It could be argued that this was an innovative and experimental work but there are elsewhere sustained pieces of experimental brilliance that do what they should whereas we will never know what this was meant to achieve, it serves simply to get in the way.

So, none of the above examples are essential to the poem and could be removed without too much difficulty and perhaps it’s this more than the poor quality that I find most difficult. None of these do serious damage to the rest of the poem and I would urge all readers to read the last two, you won’t be disappointed.

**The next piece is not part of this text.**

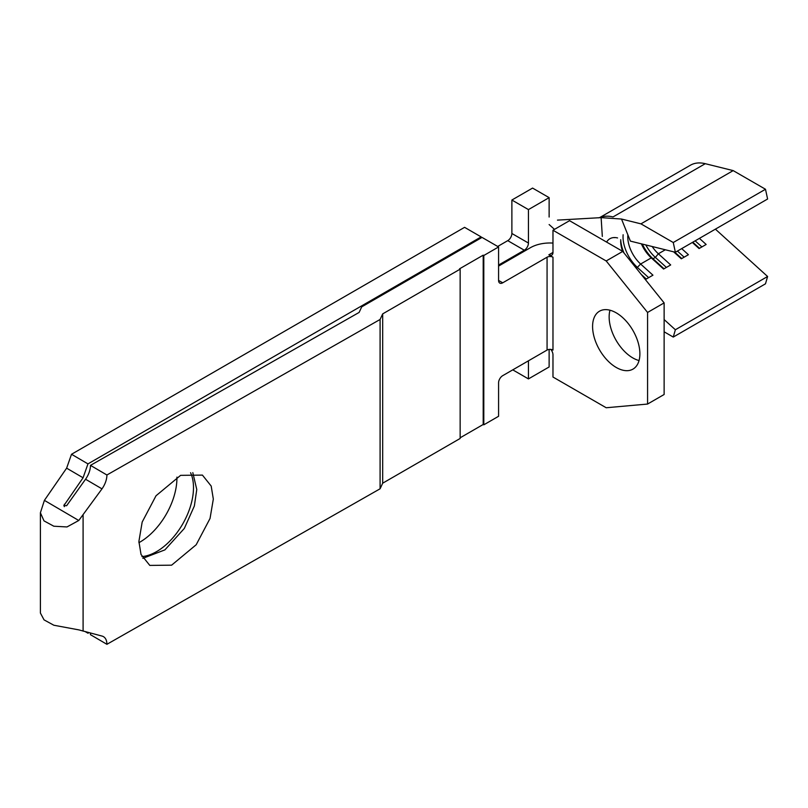 <?xml version="1.0" encoding="UTF-8"?>
<svg xmlns="http://www.w3.org/2000/svg" width="808" height="808" viewBox="0 0 808 808"><rect width="100%" height="100%" fill="white"/><g stroke="black" fill="none" stroke-linecap="round" stroke-linejoin="round"><path stroke-width="1.21" d="M592.587 326.503A33.451 19.311 -120 0 0 607.192 360.166A33.451 19.311 -120 0 0 632.957 369.125A33.451 19.311 -120 0 0 639.885 353.813A33.451 19.311 -120 0 0 625.291 320.16A33.451 19.311 -120 0 0 599.516 311.191A33.451 19.311 -120 0 0 592.587 326.503M609.99 310.211A33.451 19.311 -120 0 0 609.141 316.948A33.451 19.311 -120 0 0 639.047 360.55M190.577 472.71A52.257 30.169 -60 0 1 193.496 487.628A52.257 30.169 -60 0 1 141.925 556.591M138.905 542.673A52.257 30.169 120 0 0 176.932 478.073A52.257 30.169 120 0 0 176.932 477.134M213.322 499.071L210.04 518.463L196.182 544.754L171.609 565.176L149.793 565.408L141.026 554.46L138.895 541.441L142.178 522.059L156.025 495.759L180.608 475.346L202.424 475.104L211.191 486.062L213.322 499.071M142.854 558.338L164.903 549.884L184.335 528.422L194.354 505.99L196.768 489.517L192.809 472.619M460.146 437.795L483.204 424.483L483.8 424.816L483.8 255.5L498.576 246.965L482.022 237.411L361.701 306.878L359.126 312.423L90.476 465.368L106.908 474.993L380.093 319.473L380.093 488.789L382.689 483.194L460.146 438.471L460.146 269.155L382.689 313.878L382.689 483.194M483.8 424.816L498.576 416.282L498.576 382.83A5.858 3.384 -60 0 1 502.717 375.659L547.067 350.066A4.181 2.414 180 0 1 552.975 350.066L552.975 257.207L548.834 254.823L552.975 252.429A5.858 3.384 60 0 1 551.763 255.116A5.858 3.384 60 0 1 548.834 254.823M552.975 257.207A4.181 2.414 0 0 0 547.067 257.207L502.717 282.81A5.858 3.384 -60 0 1 499.788 283.103A5.858 3.384 -60 0 1 498.576 280.426L498.576 246.965M552.975 230.24L569.529 220.685L622.746 251.409L606.192 260.964L552.975 230.24L552.975 252.429M512.767 369.862L528.442 378.912L549.127 366.963L549.127 349.409M532.573 188.082L511.878 200.031L528.442 209.595L549.127 197.647L532.573 188.082M636.371 268.367L640.633 264.024L651.278 257.883A25.088 14.483 60 0 1 641.39 243.844M643.269 276.952L645.845 279.285L652.945 275.185L640.633 264.024A25.088 14.483 60 0 1 627.826 235.35M606.606 242.087A25.088 14.483 60 0 1 613.595 237.592L614.484 237.643M613.575 237.592L613.646 237.592A25.088 14.483 60 0 1 617.575 237.946M622.574 251.308A25.088 14.483 60 0 1 620.675 240.996M602.324 236.421L601.122 217.625L621.504 219.039L630.391 241.117L675.367 252.258L767.6 199.01L765.489 189.254L733.179 170.609L705.273 163.691A48.5 27.997 -120 0 0 690.436 165.206L599.758 217.554M665.317 249.773L658.379 253.783L670.68 264.943L663.58 269.044L651.278 257.883L652.995 258.762L655.359 257.399L658.379 253.783A25.088 14.483 60 0 1 652.177 246.521M549.127 197.647L549.127 217.039M481.134 236.896L464.58 227.341L71.518 454.268L87.961 463.893L481.134 236.896L481.134 237.926M85.446 631.745L87.961 633.209L88.93 632.654M87.961 463.893L83.073 477.781L63.812 505.677L66.66 505.667L85.547 479.235A16.726 9.726 120.3 0 0 90.476 465.368M85.547 479.235L101.99 488.86L78.77 520.493L66.983 526.947L53.833 526.22L44.006 520.877L40.4 512.757L40.4 613.04L44.046 619.877L53.863 625.24L78.77 629.866L101.99 636.058A16.726 9.726 120.3 0 1 103.454 636.654A16.726 9.726 120.3 0 1 106.908 644.309L90.476 634.684A16.726 9.726 120.3 0 0 90.385 633.028M528.442 378.912L528.442 360.812M497.688 246.46L507.747 240.653A5.858 3.384 120 0 0 511.878 233.482L528.442 243.046L528.442 209.595M528.442 243.046A5.858 3.384 -60 0 1 524.301 250.217L507.747 240.653M498.576 265.064L524.301 250.217M87.941 632.391L87.961 633.209M40.4 512.757L44.4 500.364L66.63 468.155L71.518 454.268M511.878 233.482L511.878 200.031M101.99 488.86A16.726 9.726 120.3 0 0 106.908 474.993M106.908 644.309L380.093 488.789M380.093 319.473L382.689 313.878M552.975 243.077A27.593 15.928 0 0 0 530.503 247.652L498.576 266.084M483.8 255.5L483.204 255.166L459.56 268.811L460.146 269.155M622.746 251.409L664.125 302.899L664.125 394.496L647.572 404.05L606.192 407.747L552.975 377.033L552.975 354.843A5.858 3.384 60 0 0 550.814 349.399M647.572 404.05L647.572 312.454L606.192 260.964M664.125 302.899L647.572 312.454M601.122 217.625L557.47 220.119M705.273 163.691L613.03 216.938A48.5 27.997 -120 0 0 601.253 217.089L598.637 217.847M675.367 252.258L673.256 242.511L640.946 223.856L621.504 219.039M664.125 331.795L673.256 337.067L675.367 329.755L664.125 319.564M673.256 337.067L765.489 283.81L767.6 276.498L715.393 229.149M675.367 329.755L767.6 276.498M699.435 238.37L706.152 244.46L699.061 248.561L692.335 242.461M681.689 248.612L688.416 254.702L681.316 258.802L673.64 251.833M673.256 242.511L765.489 189.254M640.946 223.856L733.179 170.609M695.153 240.834L701.879 246.935M692.789 242.198L699.506 248.298M677.417 251.076L684.134 257.176M674.66 252.086L681.77 258.54M666.398 267.418L655.359 257.399A28.431 16.413 60 0 1 645.814 244.945M664.035 268.781L652.995 258.762A28.431 16.413 60 0 1 642.34 244.087M648.662 277.659L637.623 267.64A28.431 16.413 60 0 1 623.13 234.744M623.998 252.965A28.431 16.413 60 0 1 620.706 239.693M641.279 274.478L646.299 279.023M483.204 424.483L483.204 255.166M547.067 350.066L547.067 257.207M64.307 504.303L64.307 506.646M83.093 515.292L83.093 631.129M44.4 500.364L78.77 520.493M66.63 468.155L83.073 477.781M498.576 280.426L502.717 282.81M549.127 224.543L554.207 229.108"/></g></svg>

‘In Parenthesis’ is currently available from Amazon at just over twelve of your finest English pounds.

Poetry and goodness

I need to start by expressing my gratitude to Michael Peverett, John Stevens and Steffen Hope for their feedback of the ‘Mercian Hymns’ page on arduity which has been invaluable and much appreciated. I’ve just added a longish page on the first four parts of ‘In Parenthesis’, any feedback on this would be much appreciated- either in the comments here or via e-mail- the address is at the bottom of each arduity page.

In his response to my recent thing on David Jones, Tom Dilworth expressed the view that “In IN PARENTHESIS the supreme value is not human life but goodness” which has set me thinking in a number of different directions. The first of these is that poetry is much better at badness than it is on the more positive aspects of the human race. The second is that those great poets who have tried to deal with goodness or virtue have clearly dealt with badness and vice with greater relish. The third thought is that there are those poets who exude goodness in their work and who approach their material with both empathy and compassion for the human condition.

In chronological order, I’m going to have to start with Book I of Spenser’s ‘Faerie Queene’ which describes the quest of the Red Cross knight in achieving holiness. I think it is reasonable to observe that the most interesting/absorbing/entertaining characters are irrevocably Bad and that the way in which they do Badness is much more convincing than the good characters who help the knight on his way. Archimago and Duessa are eminently believable and Despair is a brilliant portrayal of what might be described as early nihilism but the virtuous Fidessa and Contemplation have all the realism of cardboard. The knight is so inept that we can’t take his side whilst Una, the object of his love and devotion, has only one scene where she is allowed to display her real emotions, for the rest of the 12 cantos she remains simply a bland paradigm of virtue.

Book III is ostensibly ‘about’ chastity as embodied by Britomart who does act with compassion and generosity, who does appear to be keen on doing the Right Thing and is much more complex and involving than any of the other ‘good’ subjects of the poem.

Spenser doesn’t write with compassion, he writes as a poet who is keen to demonstrate his value and skill. I am and always will be a Spenserian but that doesn’t mean that I’m blind to the rampant egotism that runs through the work which really does get in the way of any sense of understanding of the reality of human talents and frailties. This self-regard is most obviously on display in the ‘Amoretti’ sequence but it also runs through the Faerie Queene- Spenser describes a great many fight scenes not because they are essential to his theme but because he’s very good at them even though the reader is weary after the first five or six.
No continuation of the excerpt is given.